Exercise goal
In the listing below, locate the line with "What one commit" and the line with "before: [117, 26, 331, 276]", then output both and everything between them exactly, minus any pictures.

Material provided

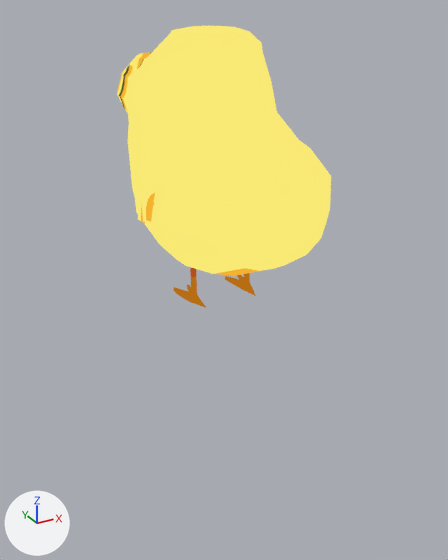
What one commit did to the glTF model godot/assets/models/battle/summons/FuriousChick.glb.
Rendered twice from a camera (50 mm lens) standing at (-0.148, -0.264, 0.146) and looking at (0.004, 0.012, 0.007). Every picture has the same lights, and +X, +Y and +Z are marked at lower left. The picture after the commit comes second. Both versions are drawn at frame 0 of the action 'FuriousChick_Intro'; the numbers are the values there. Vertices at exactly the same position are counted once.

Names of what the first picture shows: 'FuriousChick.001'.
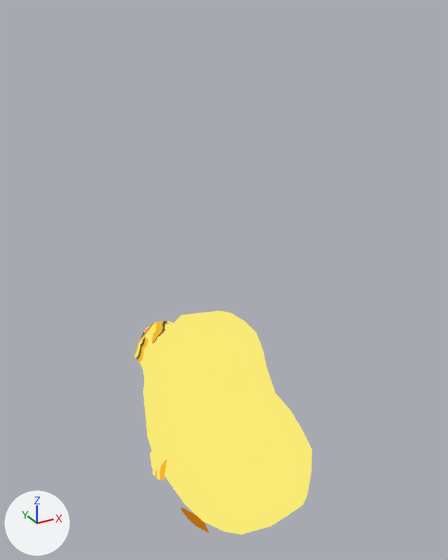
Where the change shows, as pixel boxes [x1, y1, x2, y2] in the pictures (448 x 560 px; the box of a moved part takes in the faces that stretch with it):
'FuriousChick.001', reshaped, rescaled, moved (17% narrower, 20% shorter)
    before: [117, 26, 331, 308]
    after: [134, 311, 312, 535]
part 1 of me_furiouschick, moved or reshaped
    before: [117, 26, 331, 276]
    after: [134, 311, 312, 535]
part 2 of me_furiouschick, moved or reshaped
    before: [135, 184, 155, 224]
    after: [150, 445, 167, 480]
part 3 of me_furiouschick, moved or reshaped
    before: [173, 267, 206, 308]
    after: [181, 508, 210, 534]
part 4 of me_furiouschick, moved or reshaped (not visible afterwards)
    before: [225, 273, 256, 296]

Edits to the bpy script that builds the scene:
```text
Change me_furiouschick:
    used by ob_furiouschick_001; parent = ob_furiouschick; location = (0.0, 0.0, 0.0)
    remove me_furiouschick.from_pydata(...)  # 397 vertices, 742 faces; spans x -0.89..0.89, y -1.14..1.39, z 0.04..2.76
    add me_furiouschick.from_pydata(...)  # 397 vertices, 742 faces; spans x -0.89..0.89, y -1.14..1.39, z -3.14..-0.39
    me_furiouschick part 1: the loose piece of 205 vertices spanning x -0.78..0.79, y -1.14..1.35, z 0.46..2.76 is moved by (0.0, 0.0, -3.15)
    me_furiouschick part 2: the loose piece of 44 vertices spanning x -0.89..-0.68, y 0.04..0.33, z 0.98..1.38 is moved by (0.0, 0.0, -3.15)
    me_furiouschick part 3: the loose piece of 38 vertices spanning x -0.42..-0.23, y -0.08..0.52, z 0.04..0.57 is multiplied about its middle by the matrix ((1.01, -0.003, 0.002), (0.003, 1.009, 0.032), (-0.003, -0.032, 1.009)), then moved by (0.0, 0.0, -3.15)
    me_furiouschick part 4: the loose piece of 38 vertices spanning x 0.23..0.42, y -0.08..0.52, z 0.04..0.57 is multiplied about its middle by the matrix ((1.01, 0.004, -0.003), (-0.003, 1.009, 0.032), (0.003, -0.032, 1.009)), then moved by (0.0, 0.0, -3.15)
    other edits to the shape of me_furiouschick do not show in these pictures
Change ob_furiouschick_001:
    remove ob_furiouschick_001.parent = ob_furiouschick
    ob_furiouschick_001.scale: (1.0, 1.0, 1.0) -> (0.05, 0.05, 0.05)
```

--

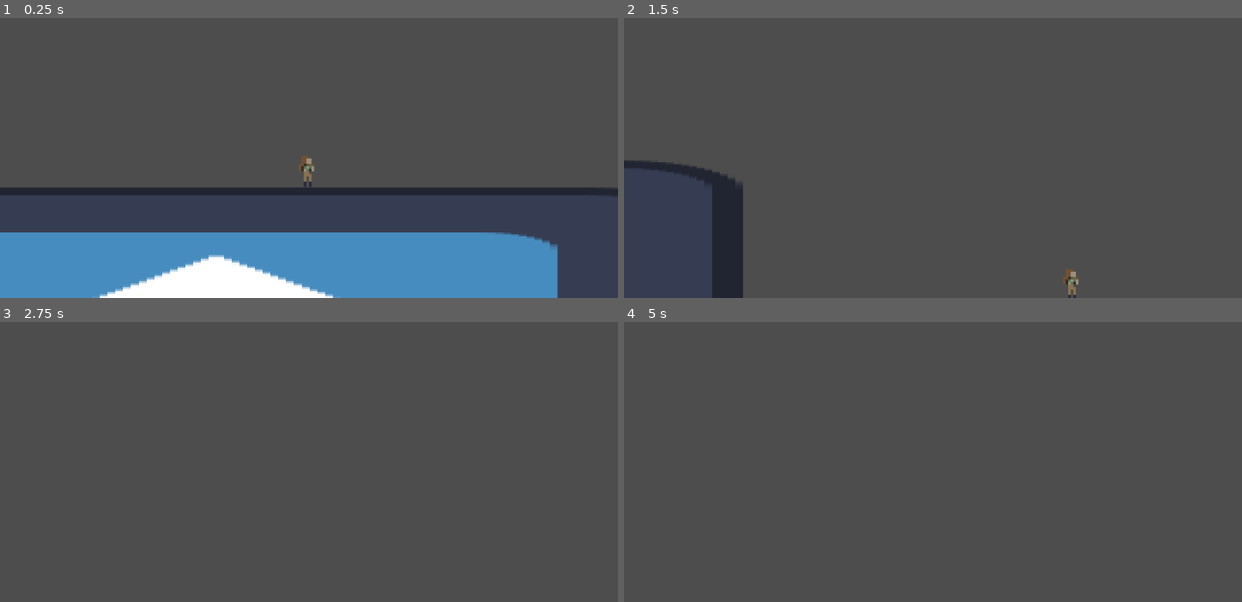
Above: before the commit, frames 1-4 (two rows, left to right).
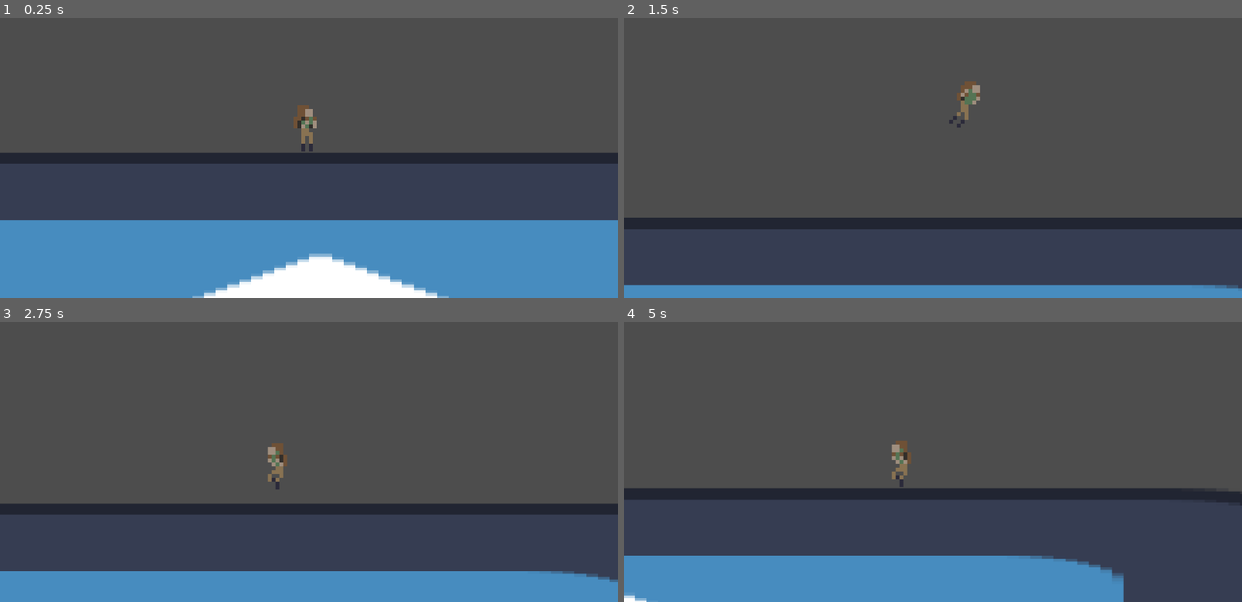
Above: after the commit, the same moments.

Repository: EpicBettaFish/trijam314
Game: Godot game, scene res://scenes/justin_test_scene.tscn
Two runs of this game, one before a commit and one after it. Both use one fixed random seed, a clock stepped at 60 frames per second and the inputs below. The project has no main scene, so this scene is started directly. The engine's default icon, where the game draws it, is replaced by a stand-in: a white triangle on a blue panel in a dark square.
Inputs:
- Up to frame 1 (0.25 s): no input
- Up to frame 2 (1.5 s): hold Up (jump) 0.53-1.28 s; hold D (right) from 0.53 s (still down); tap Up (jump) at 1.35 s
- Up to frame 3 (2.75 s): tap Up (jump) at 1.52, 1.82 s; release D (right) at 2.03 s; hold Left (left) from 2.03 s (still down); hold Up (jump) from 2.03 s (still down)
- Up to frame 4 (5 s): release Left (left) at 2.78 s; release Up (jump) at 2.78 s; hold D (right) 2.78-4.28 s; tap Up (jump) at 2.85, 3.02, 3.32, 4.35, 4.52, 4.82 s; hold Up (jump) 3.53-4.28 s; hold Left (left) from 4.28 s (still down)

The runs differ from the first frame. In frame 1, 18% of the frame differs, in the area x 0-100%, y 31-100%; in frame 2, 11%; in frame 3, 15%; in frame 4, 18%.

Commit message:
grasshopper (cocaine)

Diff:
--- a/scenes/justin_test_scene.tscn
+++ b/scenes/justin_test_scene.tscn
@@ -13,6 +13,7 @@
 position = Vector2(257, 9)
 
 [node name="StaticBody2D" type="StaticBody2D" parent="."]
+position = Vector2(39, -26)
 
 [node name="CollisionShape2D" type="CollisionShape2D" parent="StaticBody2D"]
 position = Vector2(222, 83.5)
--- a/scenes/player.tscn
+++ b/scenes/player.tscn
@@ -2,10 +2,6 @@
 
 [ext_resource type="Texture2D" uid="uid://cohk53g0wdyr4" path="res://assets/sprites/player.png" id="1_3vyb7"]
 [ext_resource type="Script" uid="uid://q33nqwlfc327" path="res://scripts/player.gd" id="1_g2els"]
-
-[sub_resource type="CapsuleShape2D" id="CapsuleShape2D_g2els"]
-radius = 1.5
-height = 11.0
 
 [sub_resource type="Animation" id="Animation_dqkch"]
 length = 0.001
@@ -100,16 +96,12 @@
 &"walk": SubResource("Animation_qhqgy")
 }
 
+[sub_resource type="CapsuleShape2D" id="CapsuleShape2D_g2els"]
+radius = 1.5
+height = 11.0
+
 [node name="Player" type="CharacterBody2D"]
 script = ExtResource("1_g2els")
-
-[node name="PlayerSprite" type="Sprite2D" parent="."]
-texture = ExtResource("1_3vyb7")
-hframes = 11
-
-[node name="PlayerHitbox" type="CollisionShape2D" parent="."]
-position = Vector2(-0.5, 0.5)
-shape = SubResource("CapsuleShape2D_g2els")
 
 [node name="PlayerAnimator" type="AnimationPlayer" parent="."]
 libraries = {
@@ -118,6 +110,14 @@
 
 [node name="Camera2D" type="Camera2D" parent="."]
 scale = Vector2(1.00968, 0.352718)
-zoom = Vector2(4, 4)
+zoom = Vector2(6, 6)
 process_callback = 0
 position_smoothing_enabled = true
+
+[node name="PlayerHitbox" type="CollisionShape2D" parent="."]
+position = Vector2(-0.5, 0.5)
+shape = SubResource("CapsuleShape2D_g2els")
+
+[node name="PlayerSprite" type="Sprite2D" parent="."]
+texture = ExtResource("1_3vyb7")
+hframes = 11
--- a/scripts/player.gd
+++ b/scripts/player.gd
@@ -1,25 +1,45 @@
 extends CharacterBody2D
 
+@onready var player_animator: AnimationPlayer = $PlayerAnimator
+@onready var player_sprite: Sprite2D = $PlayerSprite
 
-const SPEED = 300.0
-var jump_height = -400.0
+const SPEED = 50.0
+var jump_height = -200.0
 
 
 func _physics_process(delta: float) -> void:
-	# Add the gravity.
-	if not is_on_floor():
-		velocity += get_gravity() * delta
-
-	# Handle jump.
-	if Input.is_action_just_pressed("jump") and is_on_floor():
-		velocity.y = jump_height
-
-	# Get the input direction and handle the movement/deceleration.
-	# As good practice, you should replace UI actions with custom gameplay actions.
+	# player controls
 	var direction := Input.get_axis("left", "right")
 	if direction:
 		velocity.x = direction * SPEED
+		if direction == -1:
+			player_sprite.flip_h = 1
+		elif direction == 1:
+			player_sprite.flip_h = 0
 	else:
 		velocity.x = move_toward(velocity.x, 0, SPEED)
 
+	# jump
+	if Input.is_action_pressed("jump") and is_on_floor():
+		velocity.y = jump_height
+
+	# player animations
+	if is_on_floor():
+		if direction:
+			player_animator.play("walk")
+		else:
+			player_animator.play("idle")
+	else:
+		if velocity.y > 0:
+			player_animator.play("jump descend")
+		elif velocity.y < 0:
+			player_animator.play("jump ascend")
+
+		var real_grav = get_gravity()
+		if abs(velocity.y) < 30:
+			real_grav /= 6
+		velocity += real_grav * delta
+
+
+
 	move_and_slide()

Finished task
What one commit did to the glTF model godot/assets/models/battle/summons/FuriousChick.glb.
Rendered twice from a camera (50 mm lens) standing at (-0.148, -0.264, 0.146) and looking at (0.004, 0.012, 0.007). Every picture has the same lights, and +X, +Y and +Z are marked at lower left. The picture after the commit comes second. Both versions are drawn at frame 0 of the action 'FuriousChick_Intro'; the numbers are the values there. Vertices at exactly the same position are counted once.

Names of what the first picture shows: 'FuriousChick.001'.
Where the change shows, as pixel boxes [x1, y1, x2, y2] in the pictures (448 x 560 px; the box of a moved part takes in the faces that stretch with it):
'FuriousChick.001', reshaped, rescaled, moved (17% narrower, 20% shorter)
    before: [117, 26, 331, 308]
    after: [134, 311, 312, 535]
part 1 of me_furiouschick, moved or reshaped
    before: [117, 26, 331, 276]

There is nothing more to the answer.